ビジネスに関して言えば、彼自身が指揮を執るシグネチャーブランドであるヴェトモンについて、アイテムの流通量を抑え希少性を保つ売り方が商業的だと揶揄されることもあるほどだ。もちろん個人の表現としてクリエイションを行なっている部分はあるだろうが、戦略にもとづくクリエイションでもあることは、デムナの大きな特徴と言える。

バレンシアガのコレクションは、手の込んだ仕立ての高級なクチュールに大衆的なストリートを持ち込むというコンセプトのもとつくられたものだが、なかでも“IKEAバッグ”は、ひときわ極端な表現として目立ち、ユーモアすら感じられる。実際、「IKEAバッグそっくりのアイテム」として、ハイブランドに興味のない人々にもおもしろがられ、その値段のギャップも手伝ってか世界中のバイラルメディアに取り上げられた。

“IKEAバッグ”は、ある意味、ネット上の反応を計算した上でつくられた「話題づくり」のアイテムとも言えそうだ。

こうしたアプローチは、いままでハイブランドを追ってきた購買層の心にも響く。彼らが従来ハイブランドに感じていた期待感は、数十年をかけ次第に退屈へと変化し、徐々に新しい一着を買うことへの疑問を抱かせ始めた。そこに現れたのが、デムナであり、伝統あるハイブランドにおいて、“IKEAバッグ”のような、ある意味「ダサい」アイテムをラグジュアリーとして提示したことが、新しい何かを求めていた彼らの購買意欲を掻き立てた。

彼らにとって、大量生産への揶揄とも取れるユーモアを楽しむことこそが新たなラグジュアリーとなり、それらを身につけることもまた、コンセプトそのものを楽しむスタンスの現れとしてステータスとなる。
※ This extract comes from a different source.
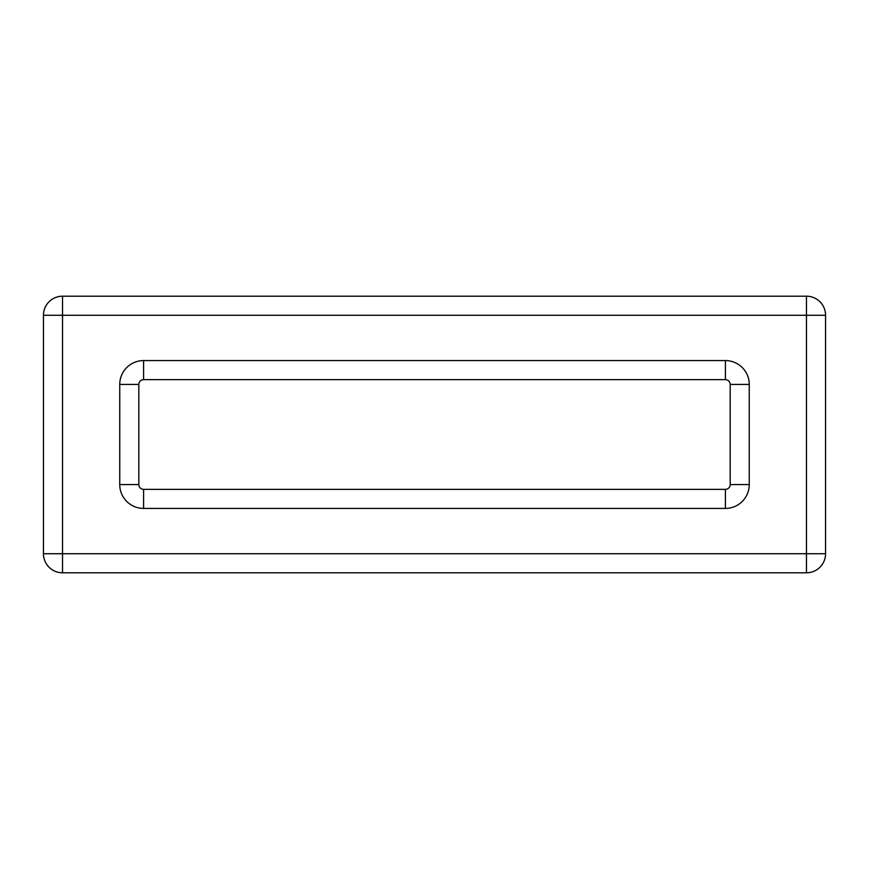 <?xml version="1.0" encoding="UTF-8"?>
<svg xmlns="http://www.w3.org/2000/svg" width="869" height="869" viewBox="0 0 869 869"><rect width="100%" height="100%" fill="white"/><g stroke="black" fill="none" stroke-linecap="round" stroke-linejoin="round"><path stroke-width="1.3" d="M43.45 553.727L43.45 315.273A19.075 19.075 0 0 1 62.525 296.199L806.475 296.199A19.075 19.075 0 0 1 825.55 315.273L825.55 553.727A19.075 19.075 0 0 1 806.475 572.801L62.525 572.801A19.075 19.075 0 0 1 43.45 553.727L806.475 553.727L806.475 315.273L62.525 315.273L62.525 572.801M119.748 384.424A23.843 23.843 0 0 1 143.602 360.581L725.398 360.581A23.843 23.843 0 0 1 749.252 384.424L749.252 484.576A23.843 23.843 0 0 1 725.398 508.419L143.602 508.419A23.843 23.843 0 0 1 119.748 484.576L119.748 384.424L138.823 384.424A4.769 4.769 0 0 1 143.602 379.655L725.398 379.655A4.769 4.769 0 0 1 730.177 384.424L749.252 384.424M730.177 384.424L730.177 484.576A4.769 4.769 0 0 1 725.398 489.345L725.398 508.419M143.602 508.419L143.602 489.345A4.769 4.769 0 0 1 138.823 484.576L138.823 384.424M143.602 489.345L725.398 489.345M43.45 315.273L62.525 315.273L62.525 296.199M806.475 296.199L806.475 315.273L825.55 315.273M825.55 553.727L806.475 553.727L806.475 572.801M119.748 484.576L138.823 484.576M730.177 484.576L749.252 484.576M143.602 360.581L143.602 379.655M725.398 379.655L725.398 360.581"/></g></svg>

さらに、いわゆるミレニアル層のような若い世代には、別の形で“IKEAバッグ”が受け入れられた。先述したとおり、ハイブランドへの退屈の波は、若者たちが持つハイブランドへのイメージにも同様に波及しており、そのとき、溝を埋めたのがファストファッションだった。

ただ、「ハイブランドのコピー品」といった指摘が話題となるファストファッションも巷にあふれ始め、飽和状態となりつつあった。そんな状況で登場したのが、ヴェトモンやバレンシアガの独創的なアイテムたちだ。

もちろん高価格帯で販売されるアイテムには手を出せないが、形が似ているビッグシルエットのTシャツや“本物のIKEAバッグ”といったチープなアイテムを自身のスタイリングに取り入れることで楽しむ動きが盛んになった。その上、バレンシアガの“IKEAバッグ”は、若手ブランドにもインスピレーションを与え、二次創作的な動きも生まれた。たとえば、ロサンゼルスを拠点にしているブランド、プレジャーズ(PLEASURES)とチャイナタウン・マーケット(Chinatown Market)は、2017年に“本物のIKEAバッグ”の素材をリメイクしたキャップを約4,000円で発表、スタジオ・ヘーゲル(STUDIO HAGEL)は、同様にリメイクのシューズを発表するなど、ひとつのトレンドと呼べるまでにその熱は広がっていった。

安価なモチーフ×高価格のアイテムという一見トリッキーな組み合わせは、セレブリティや従来のハイブランドファンなど購買力のある層には、従来的な価値付けの延長にある新しいステータスを与えた。

一方で若い世代には、SNS上のバズやトレンドに参加することで生まれるような体験価値(=従来とは異なる潜在的な購買意欲や創作意欲)を体現させるきっかけとなった。“IKEAバッグ”からは、そんな価値の移り変わりが見えてくるのではないだろうか。

そして、こうした価値付けのルールをつくりだした中心人物こそが、デムナ・ヴァザリアであり、彼がファッションのあり方を再定義する新世代のデザイナーと呼ばれる由縁になったのだ。

ヴァージル・アブローが用いる広告的手法

現在、デムナとは異なるアプローチでも、新たな価値はつくり出されている。その一端をご紹介しよう。コンセプト重視のデザインを、より強力に打ち出しているのがヴァージル・アブロー(Virgil Abloh)だ。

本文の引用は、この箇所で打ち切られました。